_ACTIVITY_
Every line of the records that holds the word "still" should be copied.

[Data records]

--------------------------------------------------

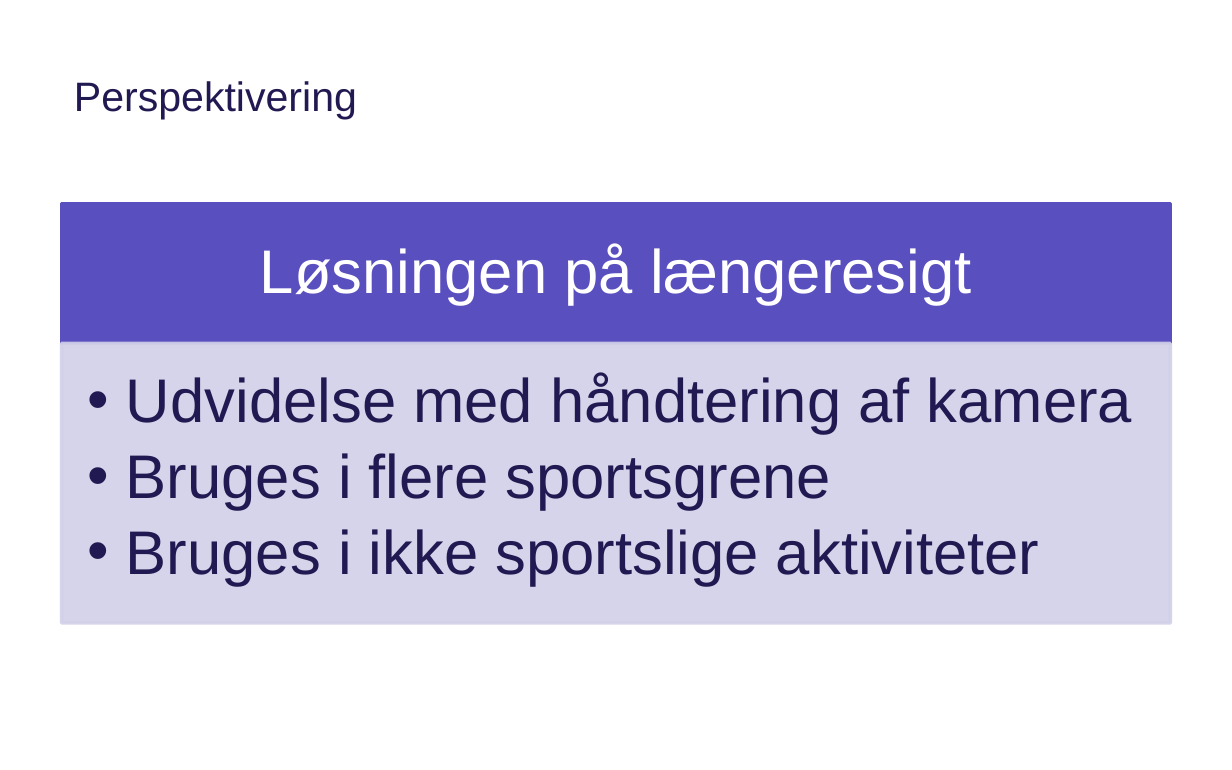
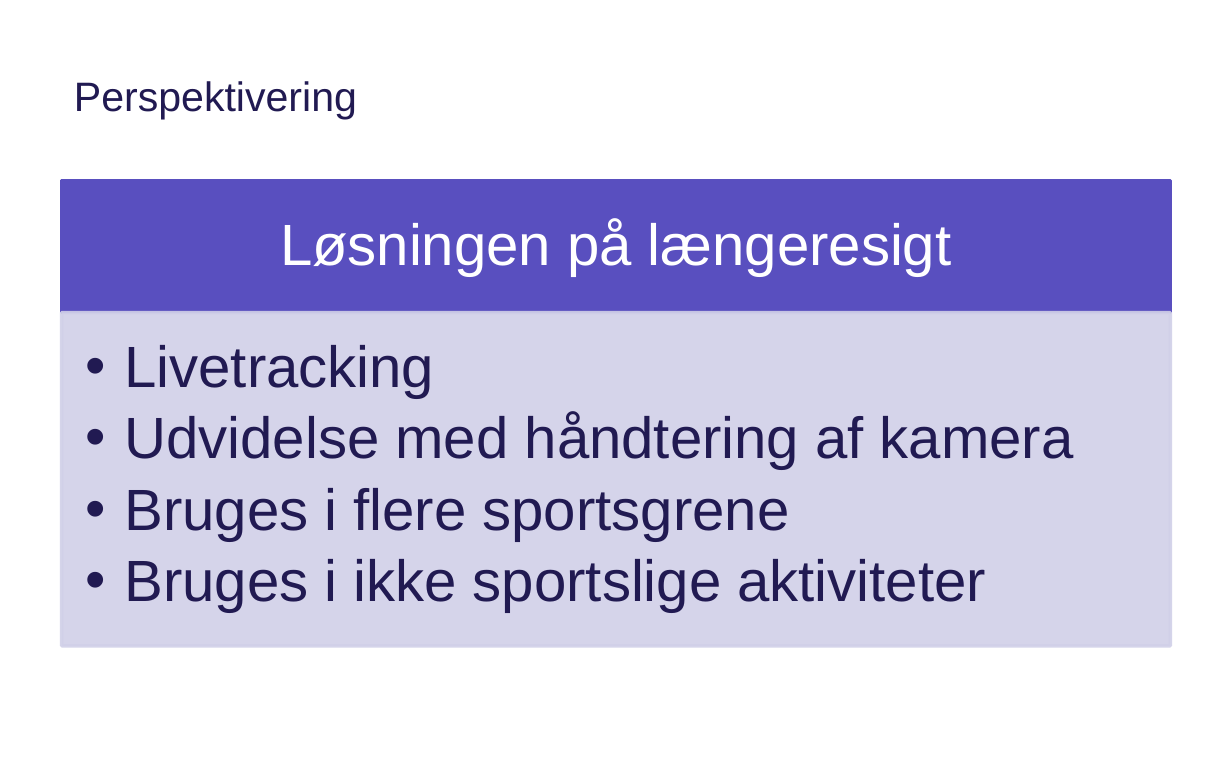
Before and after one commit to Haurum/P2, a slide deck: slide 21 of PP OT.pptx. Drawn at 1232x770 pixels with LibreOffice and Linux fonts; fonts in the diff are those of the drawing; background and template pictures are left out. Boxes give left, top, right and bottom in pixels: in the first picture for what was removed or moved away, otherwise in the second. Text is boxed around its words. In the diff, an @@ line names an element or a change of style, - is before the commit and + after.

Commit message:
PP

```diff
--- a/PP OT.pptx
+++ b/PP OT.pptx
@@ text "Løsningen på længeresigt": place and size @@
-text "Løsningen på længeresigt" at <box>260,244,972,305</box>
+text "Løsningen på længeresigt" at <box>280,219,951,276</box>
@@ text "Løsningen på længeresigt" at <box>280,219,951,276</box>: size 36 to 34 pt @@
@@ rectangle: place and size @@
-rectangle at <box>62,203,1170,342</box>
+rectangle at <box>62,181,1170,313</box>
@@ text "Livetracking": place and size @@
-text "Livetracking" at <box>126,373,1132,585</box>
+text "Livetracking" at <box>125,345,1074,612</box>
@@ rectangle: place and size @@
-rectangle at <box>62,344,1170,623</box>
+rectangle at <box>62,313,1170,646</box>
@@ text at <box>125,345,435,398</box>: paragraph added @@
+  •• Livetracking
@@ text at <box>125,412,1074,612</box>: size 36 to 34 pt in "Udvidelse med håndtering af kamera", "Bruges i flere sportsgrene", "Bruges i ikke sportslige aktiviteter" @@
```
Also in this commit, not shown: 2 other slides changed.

--------------------------------------------------

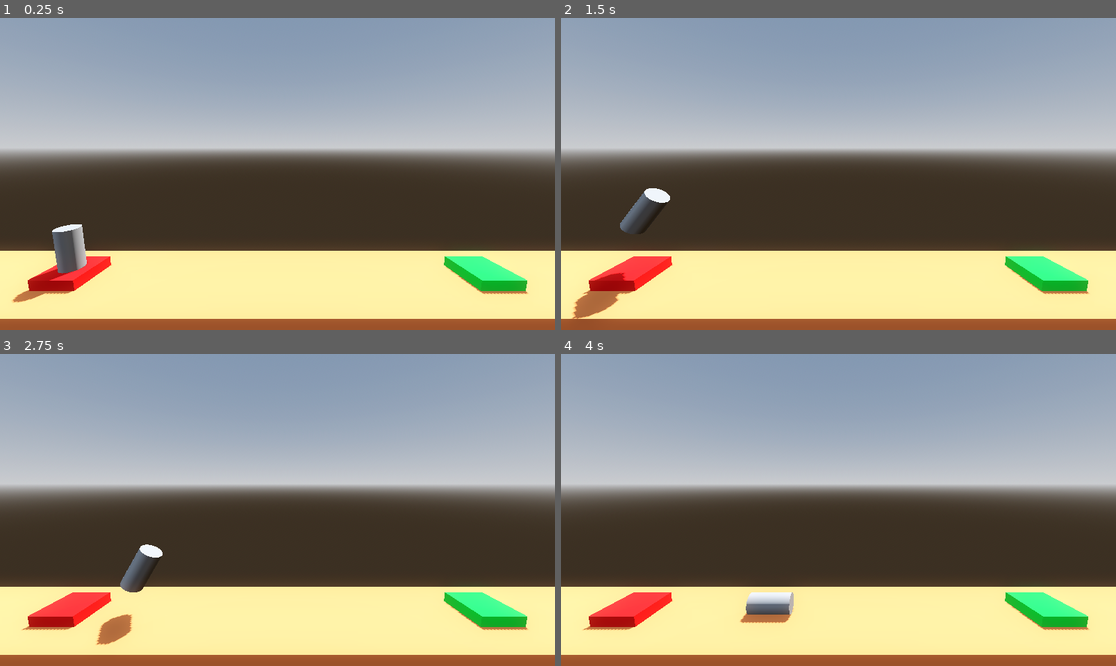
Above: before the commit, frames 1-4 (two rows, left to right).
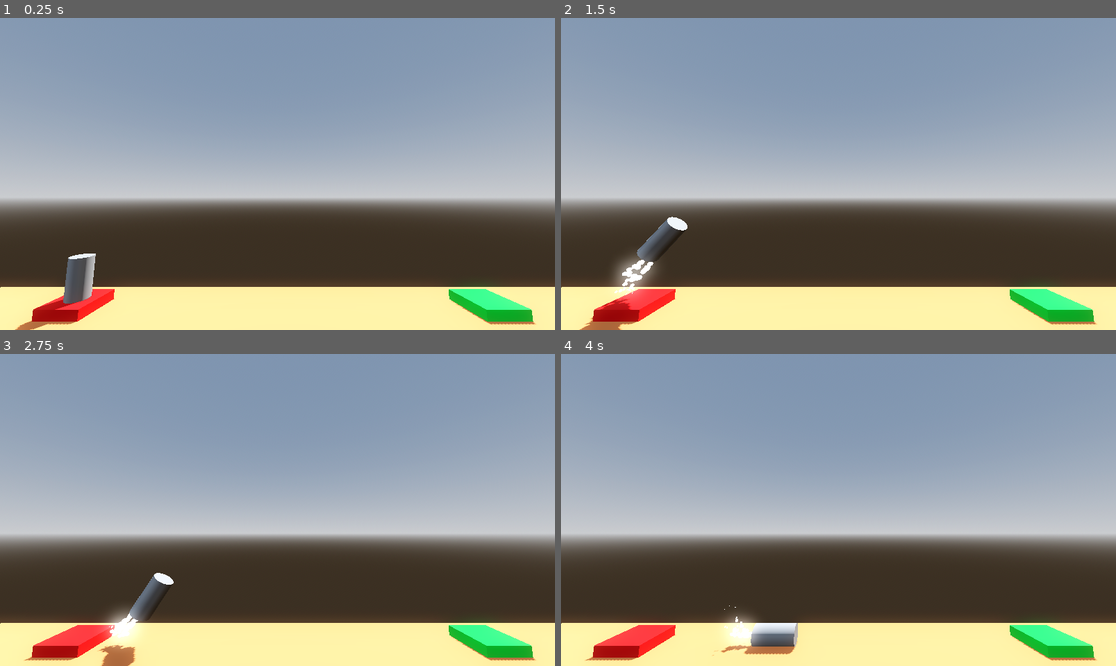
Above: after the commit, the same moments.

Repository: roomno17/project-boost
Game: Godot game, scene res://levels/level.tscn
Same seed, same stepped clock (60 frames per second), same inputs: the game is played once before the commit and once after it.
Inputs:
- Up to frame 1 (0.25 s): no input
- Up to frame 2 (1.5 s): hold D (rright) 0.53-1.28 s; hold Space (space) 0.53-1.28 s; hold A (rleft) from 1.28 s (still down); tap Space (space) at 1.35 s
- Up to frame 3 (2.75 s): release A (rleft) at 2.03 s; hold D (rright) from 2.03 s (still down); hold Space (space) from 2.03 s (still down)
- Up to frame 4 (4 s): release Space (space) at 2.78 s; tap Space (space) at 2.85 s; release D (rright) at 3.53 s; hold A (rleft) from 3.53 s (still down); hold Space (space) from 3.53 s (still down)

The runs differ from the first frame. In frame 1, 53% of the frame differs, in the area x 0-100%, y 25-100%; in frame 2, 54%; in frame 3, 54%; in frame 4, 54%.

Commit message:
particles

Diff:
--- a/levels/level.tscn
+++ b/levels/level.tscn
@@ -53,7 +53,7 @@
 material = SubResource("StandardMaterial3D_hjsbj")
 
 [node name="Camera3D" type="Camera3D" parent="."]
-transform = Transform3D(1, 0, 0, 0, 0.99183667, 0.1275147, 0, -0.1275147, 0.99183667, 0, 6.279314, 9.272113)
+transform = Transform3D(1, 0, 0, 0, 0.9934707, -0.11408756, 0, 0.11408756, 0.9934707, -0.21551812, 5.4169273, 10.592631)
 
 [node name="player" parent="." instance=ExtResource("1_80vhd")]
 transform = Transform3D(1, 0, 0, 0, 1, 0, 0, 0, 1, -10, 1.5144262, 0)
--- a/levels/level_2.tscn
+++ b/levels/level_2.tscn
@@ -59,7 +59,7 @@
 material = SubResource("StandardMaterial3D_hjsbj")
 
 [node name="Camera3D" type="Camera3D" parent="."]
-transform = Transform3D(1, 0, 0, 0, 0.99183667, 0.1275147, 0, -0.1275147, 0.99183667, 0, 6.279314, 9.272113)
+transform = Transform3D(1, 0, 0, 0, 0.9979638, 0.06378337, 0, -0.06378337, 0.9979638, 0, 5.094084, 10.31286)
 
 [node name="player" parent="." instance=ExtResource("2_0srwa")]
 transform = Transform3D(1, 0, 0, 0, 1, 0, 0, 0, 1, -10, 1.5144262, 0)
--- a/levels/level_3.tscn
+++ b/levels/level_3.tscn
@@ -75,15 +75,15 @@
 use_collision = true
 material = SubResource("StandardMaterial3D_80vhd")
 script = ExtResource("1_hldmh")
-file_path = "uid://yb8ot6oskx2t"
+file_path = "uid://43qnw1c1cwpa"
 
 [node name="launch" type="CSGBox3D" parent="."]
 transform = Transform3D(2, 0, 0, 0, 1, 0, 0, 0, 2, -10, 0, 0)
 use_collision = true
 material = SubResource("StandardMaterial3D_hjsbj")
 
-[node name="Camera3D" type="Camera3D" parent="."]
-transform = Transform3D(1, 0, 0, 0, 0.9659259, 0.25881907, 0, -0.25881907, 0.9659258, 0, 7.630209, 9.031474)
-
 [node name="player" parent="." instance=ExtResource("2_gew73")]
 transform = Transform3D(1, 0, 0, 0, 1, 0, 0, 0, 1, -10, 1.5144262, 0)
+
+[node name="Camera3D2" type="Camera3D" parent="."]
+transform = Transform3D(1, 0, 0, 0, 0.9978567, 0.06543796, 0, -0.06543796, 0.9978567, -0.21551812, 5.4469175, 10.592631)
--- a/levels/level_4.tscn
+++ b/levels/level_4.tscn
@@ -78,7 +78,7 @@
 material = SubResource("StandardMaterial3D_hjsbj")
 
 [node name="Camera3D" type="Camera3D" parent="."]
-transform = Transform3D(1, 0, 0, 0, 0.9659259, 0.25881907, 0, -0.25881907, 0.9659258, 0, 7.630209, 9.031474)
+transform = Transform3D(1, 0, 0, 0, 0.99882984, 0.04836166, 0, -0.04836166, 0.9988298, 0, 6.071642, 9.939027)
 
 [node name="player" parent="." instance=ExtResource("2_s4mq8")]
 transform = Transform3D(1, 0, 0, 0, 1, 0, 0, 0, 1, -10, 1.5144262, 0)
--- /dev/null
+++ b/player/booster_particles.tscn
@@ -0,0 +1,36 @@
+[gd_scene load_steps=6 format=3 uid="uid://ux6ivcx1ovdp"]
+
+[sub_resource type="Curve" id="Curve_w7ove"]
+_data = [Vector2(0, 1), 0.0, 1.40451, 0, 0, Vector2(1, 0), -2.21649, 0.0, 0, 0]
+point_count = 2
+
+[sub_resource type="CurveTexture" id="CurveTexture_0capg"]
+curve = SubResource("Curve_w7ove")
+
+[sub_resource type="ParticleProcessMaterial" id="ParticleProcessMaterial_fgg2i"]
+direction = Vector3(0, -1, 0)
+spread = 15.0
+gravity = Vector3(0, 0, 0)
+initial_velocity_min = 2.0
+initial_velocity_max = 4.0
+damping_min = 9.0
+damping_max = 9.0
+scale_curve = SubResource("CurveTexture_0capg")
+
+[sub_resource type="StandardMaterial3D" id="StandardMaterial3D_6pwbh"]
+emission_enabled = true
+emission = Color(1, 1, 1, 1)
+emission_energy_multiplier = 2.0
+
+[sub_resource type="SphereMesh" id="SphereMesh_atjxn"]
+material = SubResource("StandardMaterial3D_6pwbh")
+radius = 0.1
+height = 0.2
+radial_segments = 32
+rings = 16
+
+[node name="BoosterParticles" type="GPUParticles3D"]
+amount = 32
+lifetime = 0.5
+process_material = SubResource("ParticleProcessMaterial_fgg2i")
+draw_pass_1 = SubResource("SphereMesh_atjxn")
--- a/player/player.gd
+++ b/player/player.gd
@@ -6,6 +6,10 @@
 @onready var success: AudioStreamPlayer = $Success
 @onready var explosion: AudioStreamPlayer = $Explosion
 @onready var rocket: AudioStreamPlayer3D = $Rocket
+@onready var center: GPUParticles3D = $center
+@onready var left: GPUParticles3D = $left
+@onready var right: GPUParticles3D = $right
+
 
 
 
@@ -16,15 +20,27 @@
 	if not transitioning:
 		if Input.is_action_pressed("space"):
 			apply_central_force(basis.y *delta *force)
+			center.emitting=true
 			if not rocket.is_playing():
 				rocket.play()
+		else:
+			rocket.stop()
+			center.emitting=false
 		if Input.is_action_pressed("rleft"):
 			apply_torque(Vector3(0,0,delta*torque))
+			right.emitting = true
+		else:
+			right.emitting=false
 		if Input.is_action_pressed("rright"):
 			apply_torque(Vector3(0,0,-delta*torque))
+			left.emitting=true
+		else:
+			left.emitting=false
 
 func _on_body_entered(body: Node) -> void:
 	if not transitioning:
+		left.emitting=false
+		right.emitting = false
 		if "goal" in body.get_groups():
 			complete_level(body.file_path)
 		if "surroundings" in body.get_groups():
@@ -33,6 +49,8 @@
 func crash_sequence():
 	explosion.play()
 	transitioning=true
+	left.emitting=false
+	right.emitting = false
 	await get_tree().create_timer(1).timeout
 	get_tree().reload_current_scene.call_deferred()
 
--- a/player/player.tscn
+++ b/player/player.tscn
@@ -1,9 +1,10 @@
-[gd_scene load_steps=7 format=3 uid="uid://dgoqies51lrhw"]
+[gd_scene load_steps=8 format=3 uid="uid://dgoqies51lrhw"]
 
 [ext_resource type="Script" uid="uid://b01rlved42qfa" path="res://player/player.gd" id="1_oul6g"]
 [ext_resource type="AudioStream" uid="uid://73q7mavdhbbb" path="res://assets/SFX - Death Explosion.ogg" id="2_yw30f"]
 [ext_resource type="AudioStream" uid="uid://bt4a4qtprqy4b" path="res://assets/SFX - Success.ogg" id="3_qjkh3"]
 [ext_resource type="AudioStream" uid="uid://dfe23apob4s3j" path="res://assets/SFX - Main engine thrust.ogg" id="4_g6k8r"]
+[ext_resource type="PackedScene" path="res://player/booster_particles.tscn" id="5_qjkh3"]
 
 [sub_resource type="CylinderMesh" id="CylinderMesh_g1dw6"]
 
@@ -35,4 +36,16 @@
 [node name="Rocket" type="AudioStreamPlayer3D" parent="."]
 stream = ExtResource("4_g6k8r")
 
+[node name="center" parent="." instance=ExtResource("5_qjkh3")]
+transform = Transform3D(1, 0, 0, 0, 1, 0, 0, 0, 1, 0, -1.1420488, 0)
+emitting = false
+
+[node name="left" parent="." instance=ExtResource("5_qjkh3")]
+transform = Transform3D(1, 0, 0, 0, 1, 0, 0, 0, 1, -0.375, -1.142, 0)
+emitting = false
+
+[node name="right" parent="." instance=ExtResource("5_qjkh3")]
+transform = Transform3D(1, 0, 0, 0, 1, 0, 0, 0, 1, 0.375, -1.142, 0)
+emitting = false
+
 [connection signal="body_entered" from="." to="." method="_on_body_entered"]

--------------------------------------------------

_SOLUTION TO THE EXERCISE_
- Up to frame 2 (1.5 s): hold D (rright) 0.53-1.28 s; hold Space (space) 0.53-1.28 s; hold A (rleft) from 1.28 s (still down); tap Space (space) at 1.35 s
- Up to frame 3 (2.75 s): release A (rleft) at 2.03 s; hold D (rright) from 2.03 s (still down); hold Space (space) from 2.03 s (still down)
- Up to frame 4 (4 s): release Space (space) at 2.78 s; tap Space (space) at 2.85 s; release D (rright) at 3.53 s; hold A (rleft) from 3.53 s (still down); hold Space (space) from 3.53 s (still down)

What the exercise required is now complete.